ENTRIES SUPPLIED: Begin

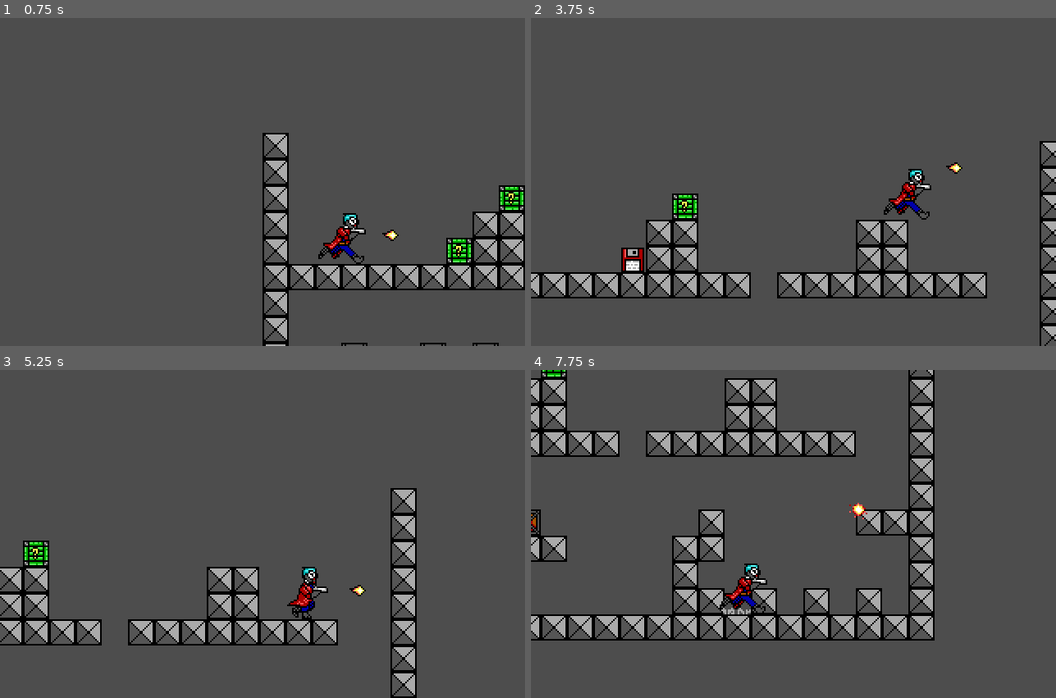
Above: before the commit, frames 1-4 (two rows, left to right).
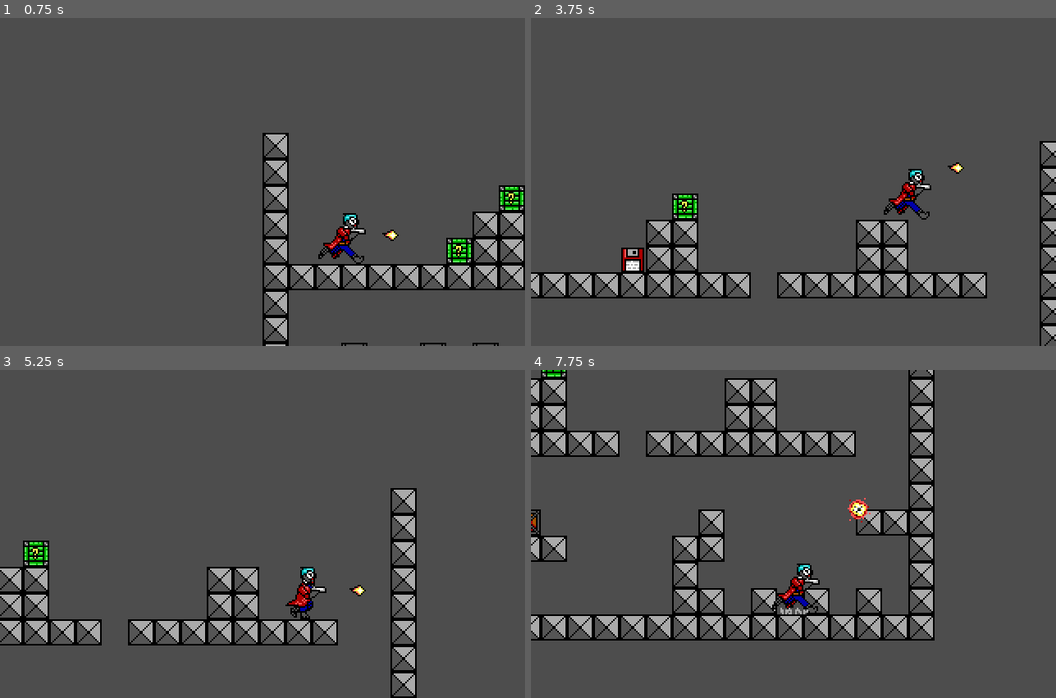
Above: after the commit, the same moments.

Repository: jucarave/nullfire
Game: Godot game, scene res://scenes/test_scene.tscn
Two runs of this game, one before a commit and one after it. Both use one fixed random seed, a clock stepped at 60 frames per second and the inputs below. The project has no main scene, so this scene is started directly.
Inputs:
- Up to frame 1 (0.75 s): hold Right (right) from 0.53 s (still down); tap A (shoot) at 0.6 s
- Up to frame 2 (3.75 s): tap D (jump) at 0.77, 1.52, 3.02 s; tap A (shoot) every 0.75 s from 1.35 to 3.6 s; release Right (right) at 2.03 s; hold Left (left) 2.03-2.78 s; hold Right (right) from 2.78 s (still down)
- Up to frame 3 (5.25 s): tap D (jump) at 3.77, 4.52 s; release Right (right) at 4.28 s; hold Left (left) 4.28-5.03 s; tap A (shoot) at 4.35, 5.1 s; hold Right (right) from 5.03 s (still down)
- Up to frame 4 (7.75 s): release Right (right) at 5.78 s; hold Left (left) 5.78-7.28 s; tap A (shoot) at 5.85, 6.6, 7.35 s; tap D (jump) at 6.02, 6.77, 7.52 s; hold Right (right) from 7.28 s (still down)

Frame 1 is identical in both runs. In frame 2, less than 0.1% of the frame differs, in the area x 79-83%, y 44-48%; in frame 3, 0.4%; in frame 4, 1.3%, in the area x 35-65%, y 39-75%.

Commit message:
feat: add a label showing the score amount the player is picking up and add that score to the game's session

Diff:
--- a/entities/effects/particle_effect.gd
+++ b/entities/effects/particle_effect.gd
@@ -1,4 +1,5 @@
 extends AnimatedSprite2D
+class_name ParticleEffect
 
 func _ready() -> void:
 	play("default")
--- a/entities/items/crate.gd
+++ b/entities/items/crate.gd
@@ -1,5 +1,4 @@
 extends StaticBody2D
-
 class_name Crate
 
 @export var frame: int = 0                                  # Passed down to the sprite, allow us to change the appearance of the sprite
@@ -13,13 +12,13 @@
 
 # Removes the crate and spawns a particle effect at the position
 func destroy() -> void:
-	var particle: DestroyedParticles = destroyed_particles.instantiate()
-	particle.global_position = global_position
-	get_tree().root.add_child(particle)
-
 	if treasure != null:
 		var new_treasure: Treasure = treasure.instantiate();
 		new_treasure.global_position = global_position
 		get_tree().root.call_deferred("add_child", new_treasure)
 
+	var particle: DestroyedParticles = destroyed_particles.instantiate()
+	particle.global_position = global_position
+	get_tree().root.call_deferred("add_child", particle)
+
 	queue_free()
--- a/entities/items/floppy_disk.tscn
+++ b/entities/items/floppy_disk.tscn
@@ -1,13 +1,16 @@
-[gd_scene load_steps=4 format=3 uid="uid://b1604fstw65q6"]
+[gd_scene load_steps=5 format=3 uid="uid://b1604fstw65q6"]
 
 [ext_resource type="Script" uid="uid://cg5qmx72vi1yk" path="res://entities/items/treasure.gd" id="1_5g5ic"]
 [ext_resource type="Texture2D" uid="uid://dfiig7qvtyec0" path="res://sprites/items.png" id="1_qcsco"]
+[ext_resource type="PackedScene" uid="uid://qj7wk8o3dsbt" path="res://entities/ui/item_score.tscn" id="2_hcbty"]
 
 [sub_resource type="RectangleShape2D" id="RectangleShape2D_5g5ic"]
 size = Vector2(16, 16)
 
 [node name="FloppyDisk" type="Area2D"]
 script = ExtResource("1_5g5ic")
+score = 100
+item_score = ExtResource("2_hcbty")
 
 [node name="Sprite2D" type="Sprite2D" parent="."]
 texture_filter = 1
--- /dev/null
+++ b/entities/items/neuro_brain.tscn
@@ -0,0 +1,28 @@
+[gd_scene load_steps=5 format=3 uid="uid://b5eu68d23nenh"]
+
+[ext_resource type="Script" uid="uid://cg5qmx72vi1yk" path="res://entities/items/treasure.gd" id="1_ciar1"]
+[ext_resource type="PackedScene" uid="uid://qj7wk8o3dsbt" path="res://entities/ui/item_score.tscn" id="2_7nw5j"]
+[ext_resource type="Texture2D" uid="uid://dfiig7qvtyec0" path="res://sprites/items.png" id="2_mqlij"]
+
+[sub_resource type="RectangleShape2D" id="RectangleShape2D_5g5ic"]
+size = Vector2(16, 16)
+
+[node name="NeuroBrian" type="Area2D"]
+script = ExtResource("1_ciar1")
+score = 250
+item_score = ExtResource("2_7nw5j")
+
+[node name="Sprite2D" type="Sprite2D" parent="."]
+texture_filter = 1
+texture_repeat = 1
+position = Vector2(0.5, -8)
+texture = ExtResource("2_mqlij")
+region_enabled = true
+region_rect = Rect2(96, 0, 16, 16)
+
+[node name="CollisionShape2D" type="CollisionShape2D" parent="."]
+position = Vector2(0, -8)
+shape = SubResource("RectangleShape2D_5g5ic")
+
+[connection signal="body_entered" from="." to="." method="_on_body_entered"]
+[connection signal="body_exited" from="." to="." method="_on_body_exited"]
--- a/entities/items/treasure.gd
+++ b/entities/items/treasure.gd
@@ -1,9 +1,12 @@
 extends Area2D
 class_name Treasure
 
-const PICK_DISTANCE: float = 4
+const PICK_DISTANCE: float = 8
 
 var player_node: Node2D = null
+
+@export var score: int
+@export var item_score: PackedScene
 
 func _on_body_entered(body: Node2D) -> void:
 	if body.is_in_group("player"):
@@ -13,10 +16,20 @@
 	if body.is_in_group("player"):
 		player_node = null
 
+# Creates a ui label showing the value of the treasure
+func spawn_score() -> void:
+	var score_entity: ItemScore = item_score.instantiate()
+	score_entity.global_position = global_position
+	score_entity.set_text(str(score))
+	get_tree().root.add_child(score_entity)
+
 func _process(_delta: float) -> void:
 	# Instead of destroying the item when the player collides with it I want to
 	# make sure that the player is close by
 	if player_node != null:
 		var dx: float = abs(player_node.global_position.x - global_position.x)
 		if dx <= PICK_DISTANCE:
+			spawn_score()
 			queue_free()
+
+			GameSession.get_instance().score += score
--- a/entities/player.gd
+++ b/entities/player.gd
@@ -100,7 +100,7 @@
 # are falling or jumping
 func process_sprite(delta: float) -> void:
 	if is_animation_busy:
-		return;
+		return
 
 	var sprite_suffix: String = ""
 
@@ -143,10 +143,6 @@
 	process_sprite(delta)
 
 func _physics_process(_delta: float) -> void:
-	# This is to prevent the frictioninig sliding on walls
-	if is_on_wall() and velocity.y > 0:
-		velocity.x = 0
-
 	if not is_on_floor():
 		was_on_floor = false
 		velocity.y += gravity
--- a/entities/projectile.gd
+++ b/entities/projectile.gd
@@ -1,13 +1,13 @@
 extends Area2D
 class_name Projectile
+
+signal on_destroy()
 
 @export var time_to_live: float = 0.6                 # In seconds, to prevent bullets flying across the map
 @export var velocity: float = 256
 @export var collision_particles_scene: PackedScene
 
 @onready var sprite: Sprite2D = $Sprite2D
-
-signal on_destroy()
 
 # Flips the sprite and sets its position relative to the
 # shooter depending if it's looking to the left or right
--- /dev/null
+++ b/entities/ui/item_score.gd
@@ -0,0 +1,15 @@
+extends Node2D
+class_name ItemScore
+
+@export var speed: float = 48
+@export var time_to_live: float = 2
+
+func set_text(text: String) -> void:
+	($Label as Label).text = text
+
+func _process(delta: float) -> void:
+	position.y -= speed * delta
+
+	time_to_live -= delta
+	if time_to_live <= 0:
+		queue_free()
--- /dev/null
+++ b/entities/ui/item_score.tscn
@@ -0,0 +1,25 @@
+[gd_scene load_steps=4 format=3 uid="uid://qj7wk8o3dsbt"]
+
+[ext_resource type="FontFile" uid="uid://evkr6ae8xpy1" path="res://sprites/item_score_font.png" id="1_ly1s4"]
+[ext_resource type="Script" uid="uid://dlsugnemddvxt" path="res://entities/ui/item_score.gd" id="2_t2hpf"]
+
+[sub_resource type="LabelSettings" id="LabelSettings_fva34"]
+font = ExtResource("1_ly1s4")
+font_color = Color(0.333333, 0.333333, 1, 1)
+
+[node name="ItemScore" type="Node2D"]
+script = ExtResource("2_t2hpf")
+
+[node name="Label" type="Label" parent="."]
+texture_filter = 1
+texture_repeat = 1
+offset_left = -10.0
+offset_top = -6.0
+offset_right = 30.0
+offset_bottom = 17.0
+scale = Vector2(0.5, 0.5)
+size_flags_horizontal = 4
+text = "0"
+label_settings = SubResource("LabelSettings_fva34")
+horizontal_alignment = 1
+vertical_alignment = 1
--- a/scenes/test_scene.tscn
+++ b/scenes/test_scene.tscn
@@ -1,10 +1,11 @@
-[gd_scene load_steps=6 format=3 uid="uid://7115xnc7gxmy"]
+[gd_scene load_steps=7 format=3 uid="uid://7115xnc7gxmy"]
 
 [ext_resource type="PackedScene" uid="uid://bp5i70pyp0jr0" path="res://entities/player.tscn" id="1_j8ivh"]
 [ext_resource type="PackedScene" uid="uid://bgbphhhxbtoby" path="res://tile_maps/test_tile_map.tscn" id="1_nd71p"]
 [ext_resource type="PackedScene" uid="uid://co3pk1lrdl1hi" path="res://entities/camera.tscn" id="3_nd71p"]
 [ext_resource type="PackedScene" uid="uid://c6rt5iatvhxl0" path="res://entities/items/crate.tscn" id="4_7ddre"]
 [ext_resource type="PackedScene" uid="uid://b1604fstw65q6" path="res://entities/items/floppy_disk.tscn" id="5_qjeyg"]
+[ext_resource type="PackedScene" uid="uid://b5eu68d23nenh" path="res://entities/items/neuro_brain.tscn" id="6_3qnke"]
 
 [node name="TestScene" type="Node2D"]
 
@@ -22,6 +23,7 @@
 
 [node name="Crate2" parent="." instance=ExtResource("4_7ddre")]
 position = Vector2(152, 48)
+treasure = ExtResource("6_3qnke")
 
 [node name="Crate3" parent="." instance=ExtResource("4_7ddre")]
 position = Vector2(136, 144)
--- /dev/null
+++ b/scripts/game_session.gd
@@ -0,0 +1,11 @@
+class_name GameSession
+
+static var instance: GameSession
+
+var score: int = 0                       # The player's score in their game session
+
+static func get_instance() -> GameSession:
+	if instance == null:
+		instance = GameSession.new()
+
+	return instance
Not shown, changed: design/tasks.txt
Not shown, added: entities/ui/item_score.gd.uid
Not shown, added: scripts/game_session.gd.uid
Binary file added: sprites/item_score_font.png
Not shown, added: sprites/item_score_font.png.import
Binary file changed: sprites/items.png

ENTRIES SUPPLIED: End
ENTRIES SUPPLIED: Begin

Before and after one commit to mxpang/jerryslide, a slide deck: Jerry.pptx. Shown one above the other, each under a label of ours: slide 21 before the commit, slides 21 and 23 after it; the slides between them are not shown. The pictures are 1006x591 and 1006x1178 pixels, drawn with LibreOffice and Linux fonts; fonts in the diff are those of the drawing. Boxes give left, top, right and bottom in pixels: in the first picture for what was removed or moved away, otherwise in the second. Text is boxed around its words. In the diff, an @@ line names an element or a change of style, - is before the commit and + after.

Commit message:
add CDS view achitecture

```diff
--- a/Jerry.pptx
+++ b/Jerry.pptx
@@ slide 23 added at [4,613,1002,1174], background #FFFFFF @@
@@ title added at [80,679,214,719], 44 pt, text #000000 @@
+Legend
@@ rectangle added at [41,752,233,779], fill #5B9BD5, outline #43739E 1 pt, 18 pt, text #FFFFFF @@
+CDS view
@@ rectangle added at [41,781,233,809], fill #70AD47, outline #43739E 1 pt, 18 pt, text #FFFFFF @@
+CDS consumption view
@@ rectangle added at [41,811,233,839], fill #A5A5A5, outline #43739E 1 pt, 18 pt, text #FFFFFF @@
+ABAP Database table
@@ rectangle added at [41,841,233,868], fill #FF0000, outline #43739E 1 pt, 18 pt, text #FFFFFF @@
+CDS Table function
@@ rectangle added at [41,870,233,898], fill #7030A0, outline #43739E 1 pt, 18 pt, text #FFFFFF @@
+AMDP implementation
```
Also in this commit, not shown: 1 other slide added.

ENTRIES SUPPLIED: End

AIM OF THE TASK
In the listing above, find the line with "Above: before the" and output every line through the one with "- Up to frame 1", exactly, without the pictures.

SOLUTION TO THE PROBLEM
Above: before the commit, frames 1-4 (two rows, left to right).
Above: after the commit, the same moments.

Repository: jucarave/nullfire
Game: Godot game, scene res://scenes/test_scene.tscn
Two runs of this game, one before a commit and one after it. Both use one fixed random seed, a clock stepped at 60 frames per second and the inputs below. The project has no main scene, so this scene is started directly.
Inputs:
- Up to frame 1 (0.75 s): hold Right (right) from 0.53 s (still down); tap A (shoot) at 0.6 s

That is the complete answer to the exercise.